On 21 October 2015, as part of goodwill visit to the South East Asian region, in the first-leg of the overseas deployment, ICGS Samrat made a port-call at the Port of Macassar, Indonesia. The visit was aimed at enhancing cooperation with the Maritime Law Enforcement Agencies of Indonesia, including BAKAMLA and BASARNAS, and discussing ways to combat maritime transnational crime, maritime search and rescue, maritime law enforcement, exclusive economic zone surveillance, humanitarian aid and disaster relief and maritime pollution response.

===Joint exercise===
In 2014, Samrat took part in the 13th joint exercise between Coast Guards of India and Japan held annually since 1999 titled Sahayog- Kaijin 2014. JCG (Japan Coast Guard Ship) Mizuho and its integral helicopter, HAL Chetak helicopter, Dornier 228 aircraft and ICGS C-404 also took part in the exercise which focuses on anti piracy procedures, pollution control measures and other areas of common professional interest.

===MV Maersk Frankfurt incident===

On 19 July 2024, Maritime Rescue Coordination Center (MRCC) Mumbai of ICG received distress call container carrier MV Maersk Frankfurt 50 nm off Karwar about a major fire on board. Immediately, ICGS Sahet, Sujeet and Samrata long with a Dornier and a ALH Dhruv were deployed by Coast Guard District HQ No 11 (Goa) for aerial surveillance operations. ICGS Samudra Prahari also provided support. As of 20 July, after 12 hours of effort, the fire in the front section of the ship was suppressed but the fire in the midship section was ablaze. ICG is preparing for the provision of Dry Chemical Powder (DCP) bags and balls to support firefighting operations. As of 21 July, after 24 hours of distress call, the ship was 17 miles off Karwar and ICG was battling smoke and small fires on board the container ship. ICG had decided to use DCP to douse the fire. One Filipino crew member died in the incident. The cause of the fire is expected to be a short circuit after which the fire spread to the cargo classified as International Maritime Dangerous Goods (IMDG) that was on board, according to a report. The ship was en route from Mundra port, India to Colombo port, Sri Lanka.

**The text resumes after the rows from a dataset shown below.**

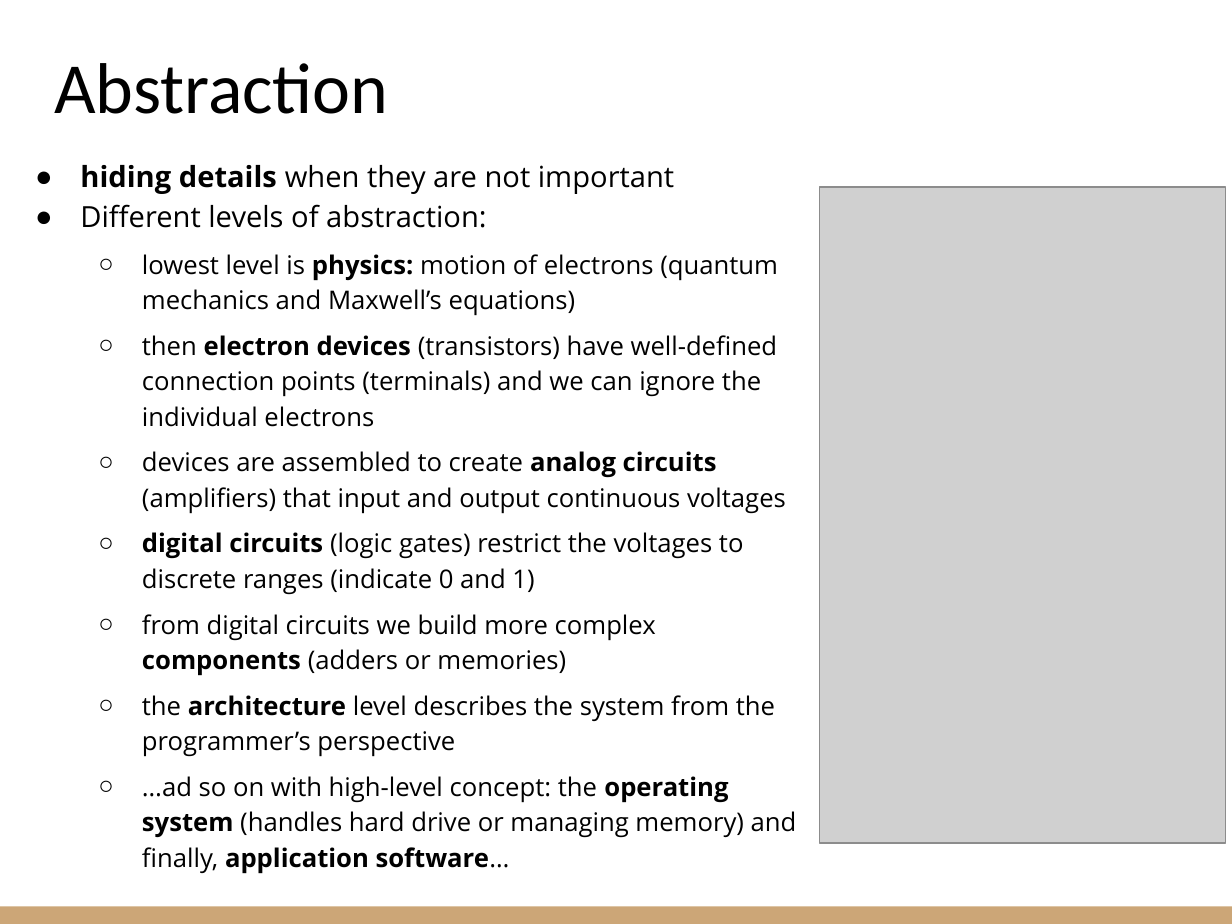
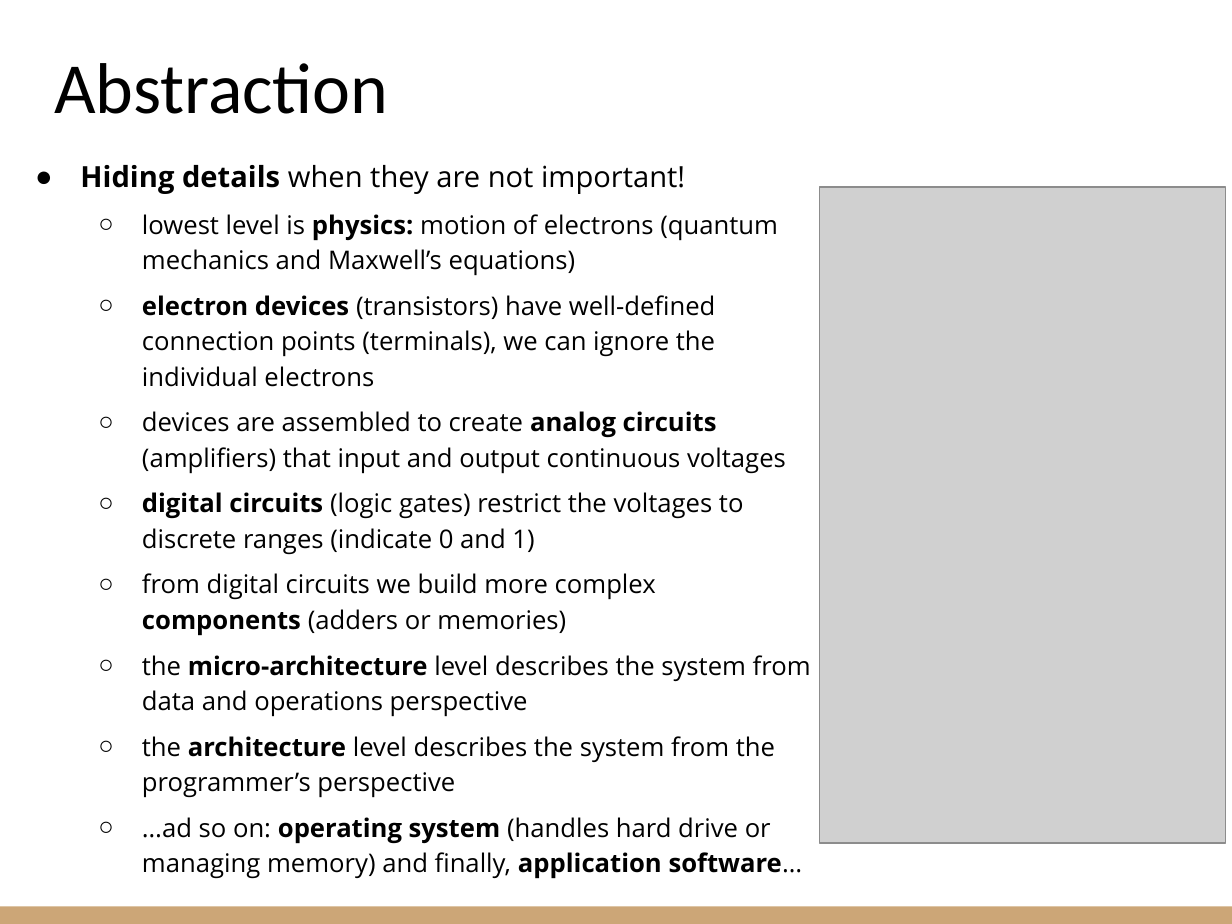
Before and after one commit to riccardoberta/esd, a slide deck: slide 4 of 01 - The Digital Abstraction.pptx. Drawn at 1232x924 pixels with LibreOffice and Linux fonts; fonts in the diff are those of the drawing; grey boxes stand for pictures. Boxes give left, top, right and bottom in pixels: in the first picture for what was removed or moved away, otherwise in the second. Text is boxed around its words. In the diff, an @@ line names an element or a change of style, - is before the commit and + after.

```diff
--- a/01 - The Digital Abstraction.pptx
+++ b/01 - The Digital Abstraction.pptx
@@ text at (x1=80, y1=165, x2=685, y2=194): text changed @@
-● hiding details when they are not important
-● Different levels of abstraction:
+● Hiding details when they are not important!
@@ text at (x1=142, y1=295, x2=716, y2=387): text changed @@
-  ○ then electron devices (transistors) have well-defined connection points (terminals) and we can ignore the individual electrons
+  ○ electron devices (transistors) have well-defined connection points (terminals), we can ignore the individual electrons
@@ text at (x1=142, y1=655, x2=811, y2=717): paragraph added @@
+  ○ the micro-architecture level describes the system from data and operations perspective
@@ text at (x1=142, y1=817, x2=803, y2=879): text changed @@
-  ○ …ad so on with high-level concept: the operating system (handles hard drive or managing memory) and finally, application software…
+  ○ …ad so on: operating system (handles hard drive or managing memory) and finally, application software…
```
Also in this commit, not shown: 11 other slides changed, 2 slides added, 20 other files.

On 22 July, ICG's Deputy Inspector General Bhatia confirmed that the fire is under control after using 150 kg of DCP bags from helicopters. There were no fire in the dangerous goods section of the ship. Small fires were still on, four vessels of ICG were near the ship and helicopters were taking routine visits. The ship was out of danger. No oil pollution is reported but adequate preparation has been taken Indian Coast Guard has asked Karnataka, Goa and Kerala to activate the pollution response mechanism. By 30 July, Operation Sahayata was complete and a total of five ships, one Dornier and two Dhruv helicopters were deployed for the job. More than 1200 kg of DCP was used. Infrared images confirmed that hotspots has reduced and smoldering was reduced to one small part of the ship. There were no more pollution risks and the ship was stable and operational.